■ **What the task requires**:
Go through the listing below and report how many lines contain the word "after"; write no other words.

■ **Data provided**:
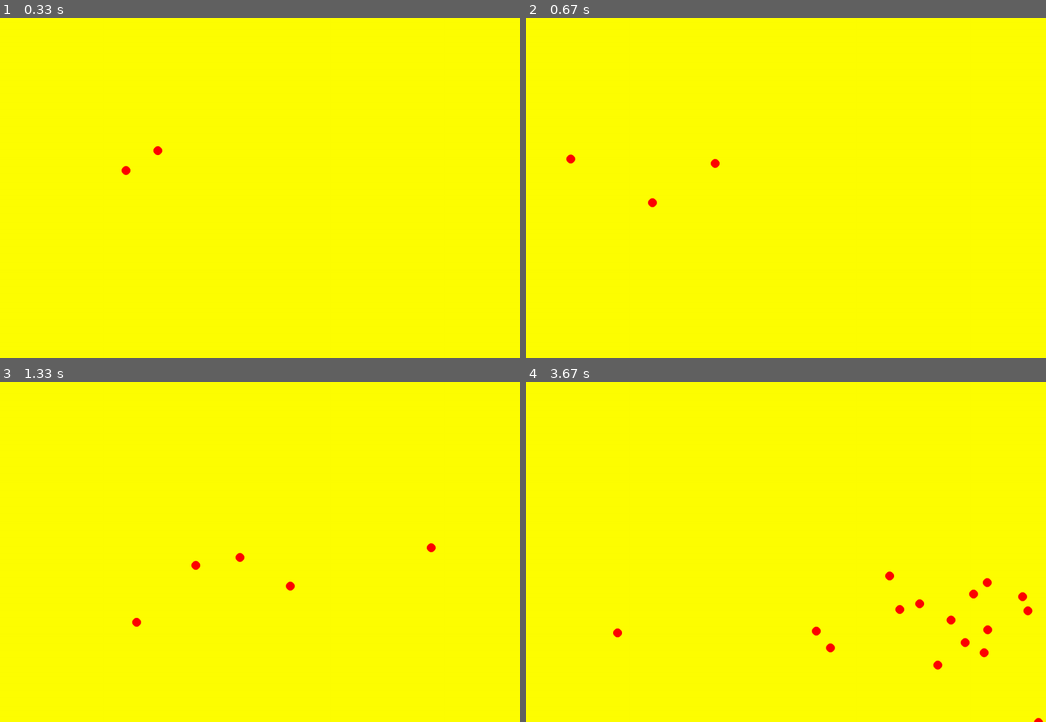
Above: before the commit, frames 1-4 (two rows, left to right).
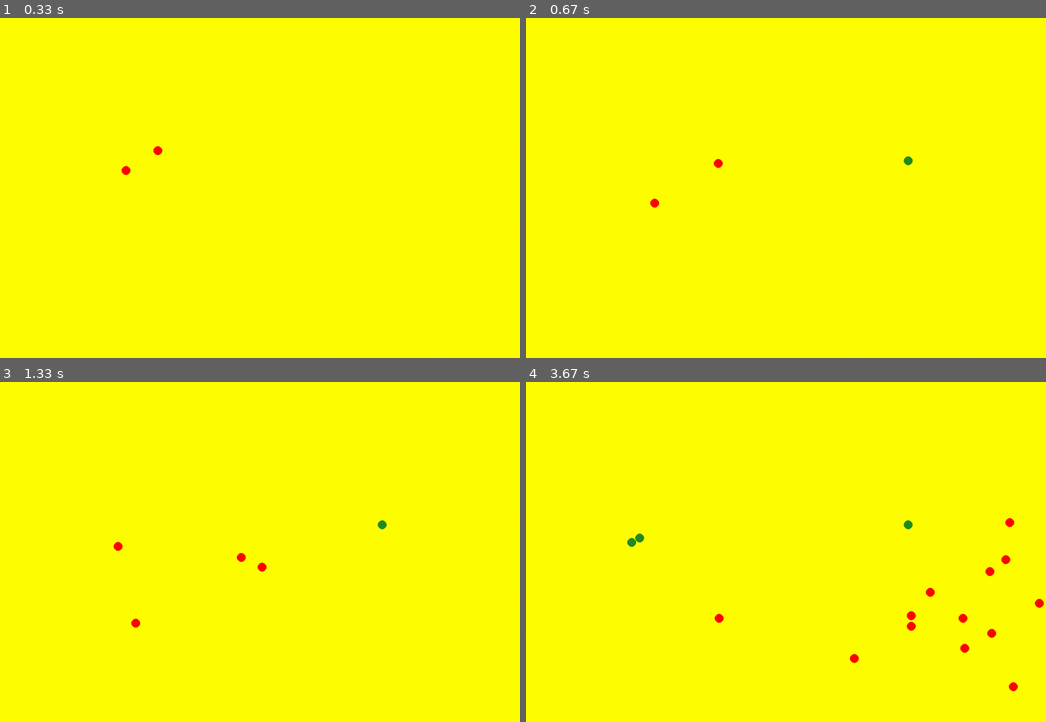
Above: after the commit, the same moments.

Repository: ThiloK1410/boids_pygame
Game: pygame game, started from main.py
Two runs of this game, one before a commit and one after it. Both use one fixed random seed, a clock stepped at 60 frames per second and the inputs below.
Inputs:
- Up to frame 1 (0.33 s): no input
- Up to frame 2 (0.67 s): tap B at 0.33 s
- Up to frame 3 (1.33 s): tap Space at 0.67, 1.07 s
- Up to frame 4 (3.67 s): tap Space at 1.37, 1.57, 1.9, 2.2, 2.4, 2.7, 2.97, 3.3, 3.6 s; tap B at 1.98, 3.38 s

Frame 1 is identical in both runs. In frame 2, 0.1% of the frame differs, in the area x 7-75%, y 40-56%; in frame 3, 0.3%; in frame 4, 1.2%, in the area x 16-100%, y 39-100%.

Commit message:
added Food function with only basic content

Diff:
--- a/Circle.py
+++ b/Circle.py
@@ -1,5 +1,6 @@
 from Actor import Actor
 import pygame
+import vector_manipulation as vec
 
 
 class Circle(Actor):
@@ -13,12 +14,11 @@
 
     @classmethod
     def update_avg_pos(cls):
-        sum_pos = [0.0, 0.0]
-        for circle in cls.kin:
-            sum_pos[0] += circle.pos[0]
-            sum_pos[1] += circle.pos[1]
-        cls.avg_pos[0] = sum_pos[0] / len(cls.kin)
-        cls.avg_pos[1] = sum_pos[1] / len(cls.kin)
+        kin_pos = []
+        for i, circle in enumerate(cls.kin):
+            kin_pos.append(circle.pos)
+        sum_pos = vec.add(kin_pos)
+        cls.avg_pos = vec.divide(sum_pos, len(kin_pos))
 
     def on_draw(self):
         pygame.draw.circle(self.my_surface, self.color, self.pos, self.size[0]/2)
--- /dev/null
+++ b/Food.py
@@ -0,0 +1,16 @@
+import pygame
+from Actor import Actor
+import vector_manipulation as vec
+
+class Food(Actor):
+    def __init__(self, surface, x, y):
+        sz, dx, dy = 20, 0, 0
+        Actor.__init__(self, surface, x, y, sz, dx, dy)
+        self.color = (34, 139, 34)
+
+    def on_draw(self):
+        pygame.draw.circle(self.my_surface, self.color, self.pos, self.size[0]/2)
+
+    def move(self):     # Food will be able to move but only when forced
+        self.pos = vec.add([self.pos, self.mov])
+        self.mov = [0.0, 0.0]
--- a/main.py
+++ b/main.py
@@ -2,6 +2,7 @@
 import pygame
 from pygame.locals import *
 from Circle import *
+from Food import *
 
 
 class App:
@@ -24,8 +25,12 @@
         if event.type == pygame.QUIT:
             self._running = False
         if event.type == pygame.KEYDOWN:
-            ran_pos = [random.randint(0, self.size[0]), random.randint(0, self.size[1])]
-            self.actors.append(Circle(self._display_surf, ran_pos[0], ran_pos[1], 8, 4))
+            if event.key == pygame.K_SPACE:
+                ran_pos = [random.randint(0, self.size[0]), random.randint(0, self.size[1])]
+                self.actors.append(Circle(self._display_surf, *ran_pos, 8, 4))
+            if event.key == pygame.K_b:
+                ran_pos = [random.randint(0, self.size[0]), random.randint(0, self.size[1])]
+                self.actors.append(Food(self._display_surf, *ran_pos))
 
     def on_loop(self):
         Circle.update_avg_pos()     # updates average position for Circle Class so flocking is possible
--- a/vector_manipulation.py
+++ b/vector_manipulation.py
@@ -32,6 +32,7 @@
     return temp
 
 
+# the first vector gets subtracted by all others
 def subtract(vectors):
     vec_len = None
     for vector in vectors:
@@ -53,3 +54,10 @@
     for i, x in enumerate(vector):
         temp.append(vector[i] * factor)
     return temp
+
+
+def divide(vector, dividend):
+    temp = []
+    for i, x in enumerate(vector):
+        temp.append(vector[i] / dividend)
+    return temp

■ **Solved exercise**:
2